[Exercise details] When you copy the data, keep every word exactly as it is and leave the pictures out.
━━ Extracted data ━━
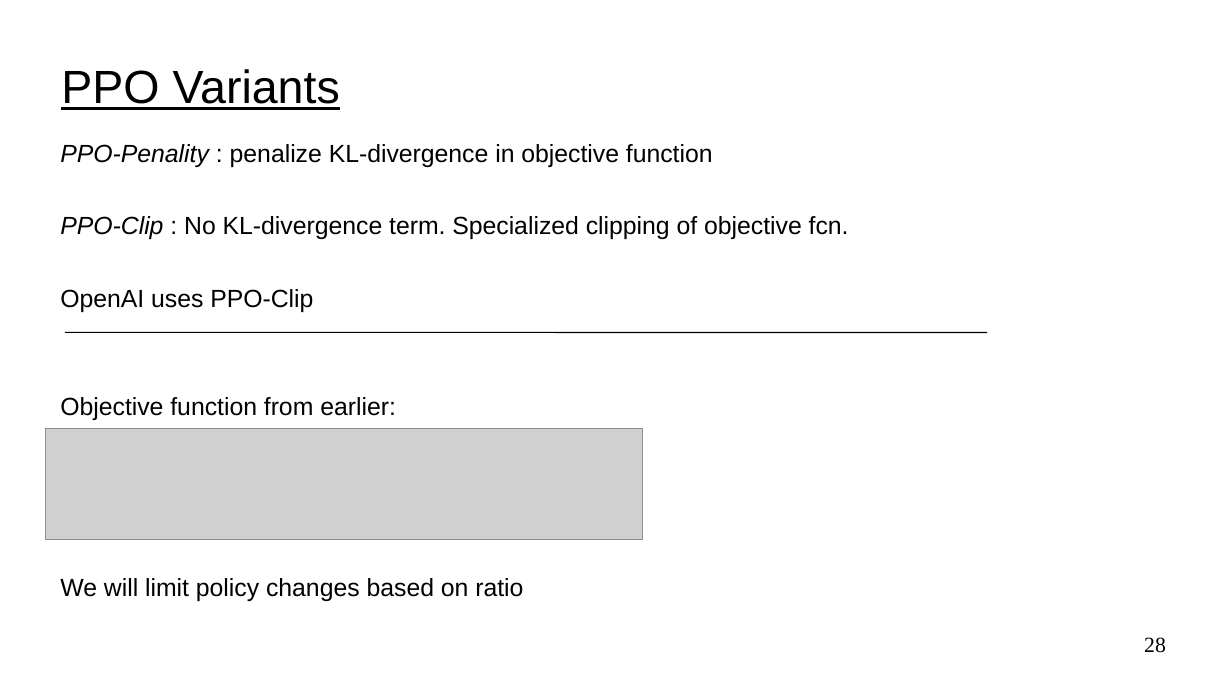
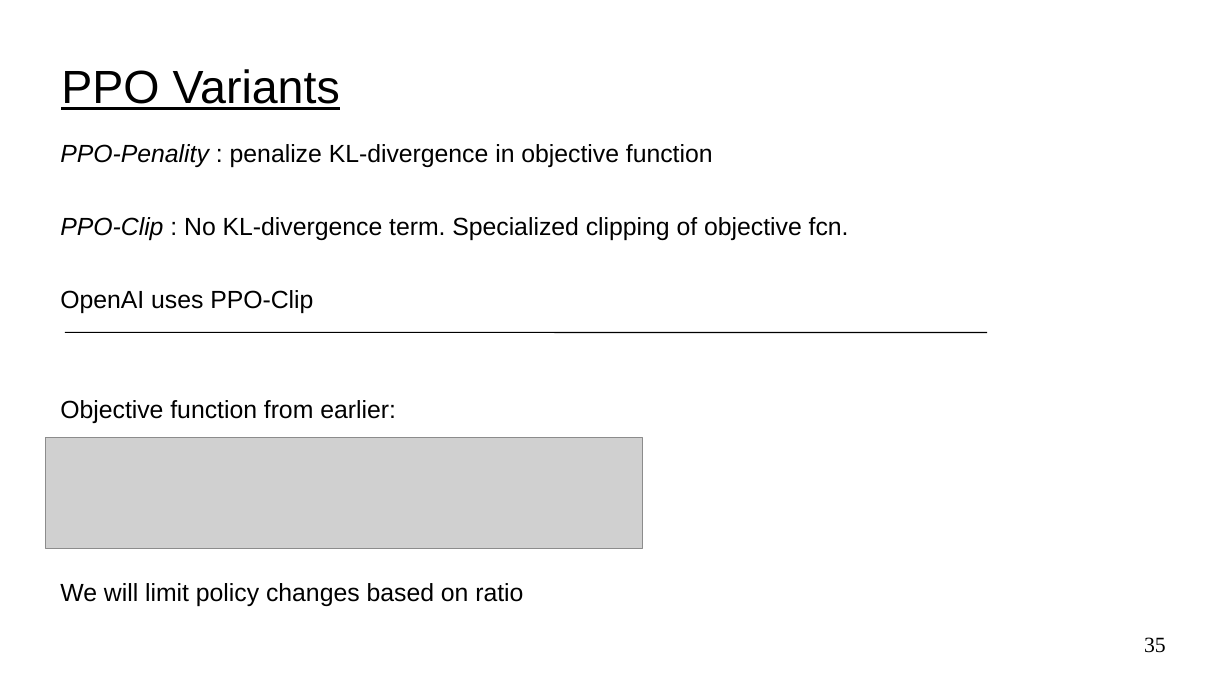
Before and after one commit to UVADS/reinforcement_learning, a slide deck: slide 35 of 08_policy_gradients_extensions/policy_gradients_extensions.ppt (slide 28 before the commit). Drawn at 1232x693 pixels with LibreOffice and Linux fonts; fonts in the diff are those of the drawing; grey boxes stand for pictures. Boxes give left, top, right and bottom in pixels: in the first picture for what was removed or moved away, otherwise in the second. Text is boxed around its words. In the diff, an @@ line names an element or a change of style, - is before the commit and + after.

```diff
--- a/08_policy_gradients_extensions/policy_gradients_extensions.ppt
+++ b/08_policy_gradients_extensions/policy_gradients_extensions.ppt
@@ text "PPO-Penality : penalize KL-divergence in ..." rewrapped from [60, 144, 849, 601] to [60, 144, 849, 606] @@
@@ picture: place and size @@
-picture at [46, 429, 643, 540]
+picture at [46, 437, 643, 548]
@@ page number at [1144, 637, 1166, 653]: text changed @@
-28
+35
```
Also in this commit, not shown: 7 other slides changed, 7 slides added.
━━━
[Response for this exercise]
Before and after one commit to UVADS/reinforcement_learning, a slide deck: slide 35 of 08_policy_gradients_extensions/policy_gradients_extensions.ppt (slide 28 before the commit). Drawn at 1232x693 pixels with LibreOffice and Linux fonts; fonts in the diff are those of the drawing; grey boxes stand for pictures. Boxes give left, top, right and bottom in pixels: in the first picture for what was removed or moved away, otherwise in the second. Text is boxed around its words. In the diff, an @@ line names an element or a change of style, - is before the commit and + after.

```diff
--- a/08_policy_gradients_extensions/policy_gradients_extensions.ppt
+++ b/08_policy_gradients_extensions/policy_gradients_extensions.ppt
@@ text "PPO-Penality : penalize KL-divergence in ..." rewrapped from [60, 144, 849, 601] to [60, 144, 849, 606] @@
@@ picture: place and size @@
-picture at [46, 429, 643, 540]
+picture at [46, 437, 643, 548]
@@ page number at [1144, 637, 1166, 653]: text changed @@
-28
+35
```
Also in this commit, not shown: 7 other slides changed, 7 slides added.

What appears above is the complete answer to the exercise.